The Census Bureau reports that retail sales were higher than anticipated in August due to price increases in a variety of sectors and a significant drop in gasoline station receipts.
Advance retail sales for the monthThe Dow Jones forecast for no change was better at 0.3%, which is an increase of 0.3% over July. It is not adjusted to inflation as August saw 0.1% growth. This indicates that prices have outpaced spending.
Inflation as gauged by the consumer price indexRetail sales increased 9.3% and 8.3% respectively over the previous year to August.
Excluding autos, however, the monthly sales fell 0.3%, which is lower than the estimated 0.1% rise. Sales rose 0.3% excluding autos and gasoline
The sales of motor vehicle and parts dealers rose 2.8%. It helped offset the 4.2% decrease in receipts at gas stations. Gas station receipts fell steeply as they saw their prices fall. The online sales declined 0.7% and bar sales increased 1.1%.
Further consumer difficulties were revealed by revisions to July’s numbers. The initial report was unchanged, but it showed an increase of 0.4%.
The “control” group, which economists use in order to break down retail sales, has remained the same as July. It excludes auto dealers and building material retailers as well as sales at gas stations, oil stations, office supply shops, mobile homes, tobacco stores and other retail outlets. This is how the government calculates retail’s proportion of GDP.
Peter Boockvar is chief investment officer of Bleakley Advisory Group. He stated that while the top-line sales figures were driven by higher inflation, volumes are clearly falling. However, real sales numbers are still negative. According to Peter Boockvar, chief investment officer at Bleakley Advisory Group, “Core retail sales will be well below expectations and this will lead to a reduction in the GDP estimates for Quarter 3.

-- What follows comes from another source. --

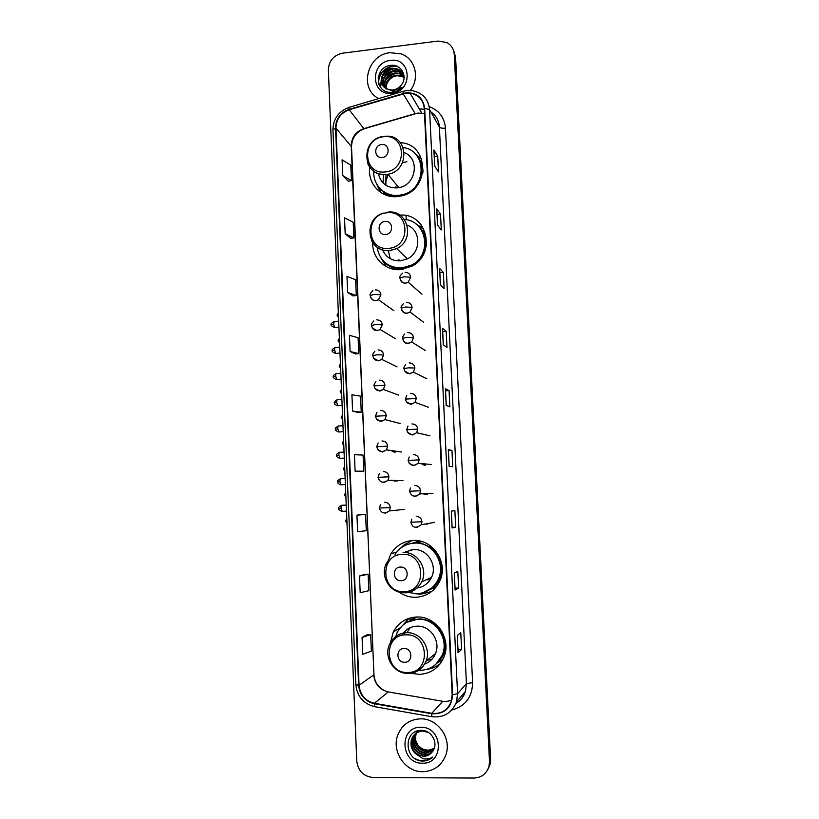 <?xml version="1.0" encoding="UTF-8"?>
<svg xmlns="http://www.w3.org/2000/svg" width="819" height="819" viewBox="0 0 819 819"><rect width="100%" height="100%" fill="white"/><g stroke="black" fill="none" stroke-linecap="round" stroke-linejoin="round"><path stroke-width="1.23" d="M411.199 673.279L419.246 674.385C431.019 673.679 439.281 667.813 444.052 656.777C451.678 638.554 435.851 615.806 416.646 617.004C406.142 617.639 398.362 622.614 393.284 631.951L390.294 643.376M408.312 618.54L407.217 619.512M399.058 592.147C404.105 595.679 409.664 597.389 415.745 597.286C426.699 596.56 434.694 591.185 439.711 581.193C448.802 562.929 432.985 538.933 413.165 540.489C403.593 541.134 396.201 545.536 390.98 553.695L387.633 562.069M411.947 540.56L406.132 543.888M372.758 242.711C371.898 257.985 385.636 271.253 400.839 269.594L411.834 266.226C436.896 253.9 427.078 212.653 399.897 215.131M369.86 167.311C367.096 183.476 381.275 198.607 397.522 196.56L400.962 195.987C430.21 190.663 429.555 143.816 400.348 142.68M379.289 187.95L381.03 192.66M391.052 450.532L394.42 452.231M395.434 452.037L394.42 451.003M392.956 480.425L395.72 481.439M397.143 481.081L396.304 480.497M395.106 510.329L397.02 510.759M420.986 463.513L424.457 465.325M425.409 465.151L423.966 463.81M423.095 493.775L425.829 494.737M427.262 494.389L426.054 493.662M425.542 523.965L427.221 524.262M429.125 523.658L428.47 523.443M384.838 194.676L383.282 192.148M411.138 543.478L419.676 541.042M417.854 541.277L414.957 542.465M409.981 620.188L414.905 617.096M414.885 617.106L412.643 618.908M440.407 660.943L438.36 662.305M431.787 588.789L434.787 587.807M428.306 592.884L430.712 592.229M438.615 664.895L439.885 664.168M488.431 768.396L490.192 764.025L490.622 759.295L455.589 57.432L454.095 51.71M454.248 54.341C453.818 48.966 451.289 45.014 446.662 42.496L438.093 41.073L342.537 53.184C333.589 55.221 328.869 60.811 328.358 69.953L356.767 761.056C358.108 770.976 363.534 776.463 373.054 777.507L474.037 778.05C481.767 777.62 486.762 773.648 489.056 766.134L489.486 761.373L454.248 54.341L454.924 55.887L453.419 50.143L454.924 55.887L490.059 760.329L454.924 55.887L455.589 57.432M487.858 769.471L489.629 765.079L490.059 760.329L489.629 765.079L487.858 769.471M390.151 52.692C367.158 54.504 358.589 89.087 378.818 98.546C358.589 89.087 367.158 54.504 390.151 52.692L401.023 53.859L390.151 52.692M420.413 718.847C409.971 719.369 402.559 724.446 398.177 734.08C390.786 750.532 404.893 772.266 422.819 771.703C434.203 771.14 441.922 765.407 445.997 754.504C451.781 737.98 437.418 718.14 420.413 718.847C409.971 719.369 402.559 724.446 398.177 734.08C390.786 750.532 404.893 772.266 422.819 771.703C434.203 771.14 441.922 765.407 445.997 754.504C451.781 737.98 437.418 718.14 420.413 718.847M406.132 93.161L410.043 93.151C418.499 94.676 423.239 99.754 424.252 108.374L452.16 694.737L451.279 701.422C447.686 710.288 441.185 714.25 431.767 713.308L374.375 703.286C365.243 700.962 360.135 694.962 359.06 685.298L335.954 128.143C336.23 119.103 340.643 112.981 349.191 109.766L406.132 93.161M406.111 92.731L349.099 109.357C340.335 112.643 335.81 118.929 335.534 128.194L358.62 685.298C359.725 695.208 364.957 701.351 374.314 703.736L431.705 713.769C444.594 714.291 451.556 707.954 452.61 694.737L424.682 108.333C423.085 97.727 416.891 92.527 406.111 92.731M458.138 652.528L457.319 635.472L458.087 652.641L461.588 649.436L460.769 632.647L457.258 635.513L458.087 652.641M457.995 649.498L461.588 649.436M455.129 589.977L454.32 573.034L455.077 590.049L458.62 588.052L457.811 571.396L454.258 573.065L455.077 590.049M455.047 588.155L458.62 588.052M452.149 527.938L451.341 511.117L452.088 527.968L455.671 527.16L454.873 510.636L451.279 511.128L452.088 527.968M452.119 527.303L455.671 527.16M449.129 466.4L452.753 466.758L451.955 450.368L448.321 449.692L449.129 466.4M448.382 449.723L449.181 466.4L448.321 449.692M448.423 450.563L451.955 450.368M434.674 165.991L438.493 171.929L437.725 156.173L433.896 149.959L434.674 165.991M433.968 150.174L434.735 166.093L433.896 149.959M434.275 156.542L437.725 156.173M437.51 225.102L441.298 229.955L440.53 214.087L436.732 208.937L437.51 225.102M436.803 209.121L437.581 225.184L436.732 208.937M437.059 214.414L440.53 214.087M440.376 284.695L444.123 288.452L443.355 272.451L439.598 268.397L440.376 284.695M439.66 268.54L440.448 284.756L439.598 268.397M439.864 272.747L443.355 272.451M443.274 344.768L446.979 347.41L446.201 331.286L442.485 328.337L443.274 344.768M442.547 328.439L443.335 344.809L442.485 328.337M442.7 331.541L446.201 331.286M446.181 405.333L449.856 406.848L449.068 390.591L445.393 388.769L446.181 405.333M445.454 388.83L446.253 405.364L445.393 388.769M445.546 390.817L449.068 390.591M410.309 90.51C420.239 78 415.233 58.456 401.023 53.859C415.233 58.456 420.239 78 410.309 90.51M362.244 514.578L356.951 515.12L357.647 531.685L366.277 530.712L365.591 514.445L362.193 514.578M364.772 574.344L359.5 576.023L360.196 592.721L368.826 590.694L368.13 574.283L364.721 574.344M367.311 634.602L362.07 637.428L362.766 654.258L371.386 651.146L370.69 634.612L367.26 634.602M355.477 353.972L350.112 351.494L358.773 353.624L358.098 337.735L349.437 335.329L350.112 351.494M347.645 292.393L356.316 295.526L355.641 279.75L346.969 276.361L347.645 292.393L353.03 295.905M345.188 233.763L353.869 237.868L353.204 222.225L344.523 217.854L345.188 233.763L350.604 238.319M342.762 175.594L351.443 180.671L350.788 165.151L342.096 159.807L342.762 175.594L348.188 181.183M360.432 471.406L355.108 471.14L363.759 471.212L363.073 455.067L354.422 454.709L355.108 471.14M352.6 411.077L361.261 412.192L360.575 396.171L351.924 394.778L352.6 411.077L357.944 412.438M361.261 412.192L357.893 412.448M358.773 353.624L355.426 353.951M356.316 295.526L352.979 295.915M353.869 237.868L350.552 238.329M351.443 180.671L348.136 181.194M363.759 471.212L360.38 471.406M356.951 515.12L365.591 514.445M359.5 576.023L368.13 574.283M362.07 637.428L370.69 634.612M385.657 88.309C385.473 81.091 389.086 76.71 396.519 75.164L401.075 75.696L404.084 77.252M385.964 88.503C385.984 81.46 389.609 77.201 396.857 75.737L401.402 76.259L404.074 77.58M384.551 87.479C383.456 79.638 386.988 74.775 395.157 72.881L399.733 73.403L404.043 76.085M384.807 87.694C383.957 79.996 387.52 75.256 395.495 73.454L400.071 73.976L404.064 76.351M383.599 86.527C381.48 78.194 384.879 72.871 393.775 70.567L398.382 71.099L403.675 74.898M383.814 86.773C381.971 78.552 385.401 73.341 394.123 71.151L398.72 71.673L403.798 75.205M385.473 88.176L389.312 89.814L392.874 89.957C396.294 89.486 399.099 87.838 401.29 85.022C408.118 76.955 401.402 64.21 391.451 65.315C373.843 66.093 374.447 93.857 391.41 92.281L392.27 92.209C396.007 91.718 399.232 90.08 401.955 87.305L392.577 91.063L385.473 88.176C377.334 83.354 382.023 68.683 392.383 68.233L397.02 68.755C400.532 70.055 402.866 72.41 404.023 75.809M382.975 85.729C380.026 77.119 383.272 71.488 392.741 68.816L397.358 69.349L403.235 73.986M386.066 89.169C385.944 83.477 388.523 79.228 393.816 76.413M390.499 60.422C369.441 62.244 370.935 96.478 391.994 93.233C413.226 91.513 411.599 56.961 390.499 60.422M394.369 65.479L391.81 66.298M389.864 67.117C384.899 69.513 380.989 73.086 378.122 77.815M379.177 85.012C376.341 74.877 387.674 63.943 397.962 66.728M380.681 87.459L381.316 78.767M382.371 76.597C385.186 72.123 389.179 69.513 394.369 68.786M383.865 78.757C386.64 74.406 390.55 71.857 395.618 71.11M385.339 80.897C388.073 76.669 391.912 74.171 396.846 73.413M378.921 84.439C376.423 74.631 387.039 64.158 397.041 66.278M380.518 87.244L381.521 77.57M383.425 74.498L391.932 68.919M384.971 76.628L393.12 71.284M386.507 78.737L394.287 73.628M382.197 157.443C390.458 156.869 389.844 143.335 381.623 144.553C373.382 145.147 373.976 158.63 382.197 157.443M378.337 173.515C380.712 183.272 386.977 188.073 397.123 187.899L398.792 187.653C416.093 185.155 420.28 158.558 404.33 152.651M373.822 171.171C372.604 184.951 384.94 197.021 398.689 195.321L401.484 194.871C426.638 190.622 427.989 150.655 403.173 147.553M399.129 195.833L401.914 195.393C418.581 192.373 427.856 170.291 417.905 157.228M395.741 187.981L395.946 186.456M406.91 161.752L402.528 162.643M388.247 174.181L385.339 182.77M383.804 192.557L385.626 194.994M385.944 174.498L385.892 185.258M380.395 192.23L376.863 184.367M383.538 174.529L383.026 182.913M414.936 153.603L421.662 158.958M385.626 234.48C393.939 234.029 393.325 220.352 385.053 221.458C376.76 221.939 377.364 235.565 385.626 234.48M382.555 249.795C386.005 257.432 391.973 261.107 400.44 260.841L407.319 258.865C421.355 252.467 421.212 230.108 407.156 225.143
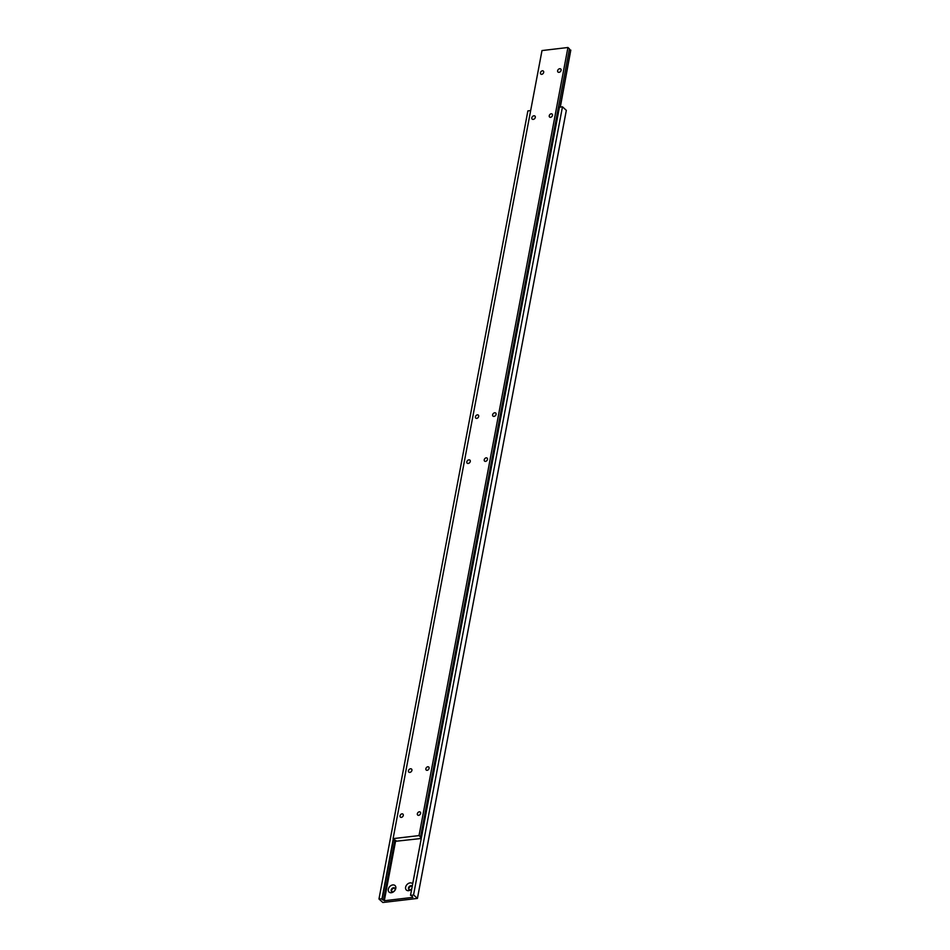 <?xml version="1.0" encoding="UTF-8"?>
<svg xmlns="http://www.w3.org/2000/svg" width="950" height="950" viewBox="0 0 950 950"><rect width="100%" height="100%" fill="white"/><g stroke="black" fill="none" stroke-linecap="round" stroke-linejoin="round"><path stroke-width="1.43" d="M542.414 70.763A2.042 1.496 -47.6 0 0 541.726 74.361A2.042 1.496 -47.6 0 0 542.414 70.763M468.884 459.848A2.042 1.496 -47.6 0 0 468.207 463.457A2.042 1.496 -47.6 0 0 468.884 459.848M427.821 766.745A2.042 1.496 -47.6 0 0 427.132 770.343A2.042 1.496 -47.6 0 0 427.821 766.745M486.186 457.817A2.042 1.496 -47.6 0 0 485.509 461.415A2.042 1.496 -47.6 0 0 486.186 457.817M419.306 811.775A2.042 1.496 -47.6 0 0 418.629 815.373A2.042 1.496 -47.6 0 0 419.306 811.775M494.701 412.775A2.042 1.496 -47.6 0 0 494.012 416.385A2.042 1.496 -47.6 0 0 494.701 412.775M533.9 115.793A2.042 1.496 -47.6 0 0 533.223 119.403A2.042 1.496 -47.6 0 0 533.9 115.793M551.202 113.763A2.042 1.496 -47.6 0 0 550.513 117.361A2.042 1.496 -47.6 0 0 551.202 113.763M410.519 768.776A2.042 1.496 -47.6 0 0 409.842 772.386A2.042 1.496 -47.6 0 0 410.519 768.776M477.399 414.817A2.042 1.496 -47.6 0 0 476.722 418.416A2.042 1.496 -47.6 0 0 477.399 414.817M402.004 813.818A2.042 1.496 -47.6 0 0 401.327 817.416A2.042 1.496 -47.6 0 0 402.004 813.818M559.704 68.721A2.042 1.496 -47.6 0 0 559.028 72.331A2.042 1.496 -47.6 0 0 559.704 68.721M421.266 838.494L395.948 841.249A1.532 0.677 -169.3 0 0 396.126 840.999A1.532 0.677 -169.3 0 0 394.606 840.026L393.086 838.636L419.033 835.584L420.553 836.962A1.532 0.677 -169.3 0 0 420.363 837.211A1.532 0.677 -169.3 0 0 421.349 838.066M569.359 49.436A1.532 0.677 -169.3 0 0 570.796 50.101L560.31 107.077M419.033 835.584L567.946 47.5L541.999 50.564L393.086 838.636M567.946 47.5L569.466 48.889L420.553 836.962M570.796 50.101L560.025 107.112M412.217 886.362A2.292 1.674 -47.6 0 0 411.968 886.053A2.292 1.674 -47.6 0 0 410.804 885.721A2.292 1.674 -47.6 0 0 408.726 887.264A2.292 1.674 -47.6 0 0 408.88 889.449A2.292 1.674 -47.6 0 0 410.044 889.77A2.292 1.674 -47.6 0 0 411.766 888.773M412.181 886.303A2.292 1.674 -47.6 0 0 411.279 886.148A2.292 1.674 -47.6 0 0 409.308 887.514A2.292 1.674 -47.6 0 0 409.141 889.627M412.68 883.916A4.418 3.23 -47.6 0 0 410.091 882.883A4.418 3.23 -47.6 0 0 405.614 887.217A4.418 3.23 -47.6 0 0 408.619 890.672A4.418 3.23 -47.6 0 0 411.73 888.974M393.514 887.763A2.292 1.674 -47.6 0 0 391.436 889.307A2.292 1.674 -47.6 0 0 391.578 891.48A2.292 1.674 -47.6 0 0 392.742 891.812A2.292 1.674 -47.6 0 0 394.82 890.269A2.292 1.674 -47.6 0 0 394.678 888.096A2.292 1.674 -47.6 0 0 393.514 887.763M394.879 888.333A2.292 1.674 -47.6 0 0 393.977 888.191A2.292 1.674 -47.6 0 0 392.006 889.544A2.292 1.674 -47.6 0 0 391.839 891.67M392.789 884.925A4.418 3.23 -47.6 0 0 388.312 889.259A4.418 3.23 -47.6 0 0 391.317 892.715A4.418 3.23 -47.6 0 0 395.794 888.369A4.418 3.23 -47.6 0 0 392.789 884.925M384.311 900.731L412.846 897.37L412.11 896.693A1.532 0.677 -169.3 0 0 412.288 896.444A1.532 0.677 -169.3 0 0 410.768 895.47L413.559 894.9L417.418 898.427L382.826 902.5L378.967 898.985L382.221 898.831A1.532 0.677 -169.3 0 0 382.043 899.08A1.532 0.677 -169.3 0 0 383.562 900.054L384.311 900.731L395.711 840.406M410.531 895.256L559.443 107.172L562.471 106.816L566.331 110.343L417.418 898.427M530.658 110.568L527.879 110.901L378.967 898.985M393.288 838.826L381.995 898.629M393.526 839.04L382.221 898.831M394.891 840.085L383.562 900.054M562.471 106.816L413.559 894.9"/></g></svg>

Pantheon Macroeconomics’ chief economist Ian Shepherdson called the report “a mixed news release, but there is no reason to be alarmed.” The slump in the housing market will impact some of these sales, but overall spending should increase as real incomes rise.
Retail numbers were the most important indicator of economic activity today.
Elsewhere, initial jobless claimsFor the week ending September 10, 213,000 was recorded. That’s a decrease by 5,000 from previous weeks and more than the estimated 225,000. The August decline in import prices was 1% less than expected, which is below the 1.2% drop.
Two manufacturing gauges had mixed results. The New York Federal Reserve Empire State Manufacturing IndexThe September reading was -1.5. This is a 30 point jump over the month before. The however, Philadelphia Fed’s gaugeThe reading came in at 9.9, which is a significant drop in comparison to the August 6.2 and lower than the expected positive 2.3.
These Fed readings show the proportion of firms reporting growth versus contraction. This suggests that manufacturing experienced a broad pullback in the month.
Reports indicated that price pressures have been easing. New York’s prices paid indexes and received indexes declined respectively 15.9 points and 9.1 point, but both were still in the growth zone with readings 39.6 to 23.6. The prices paid dropped by almost 14 points in Philadelphia while the prices received rose 6.3 points. The indexes of 29.8 & 29.6 were respectively 29.8 / 29.6, meaning that prices are rising but slower overall.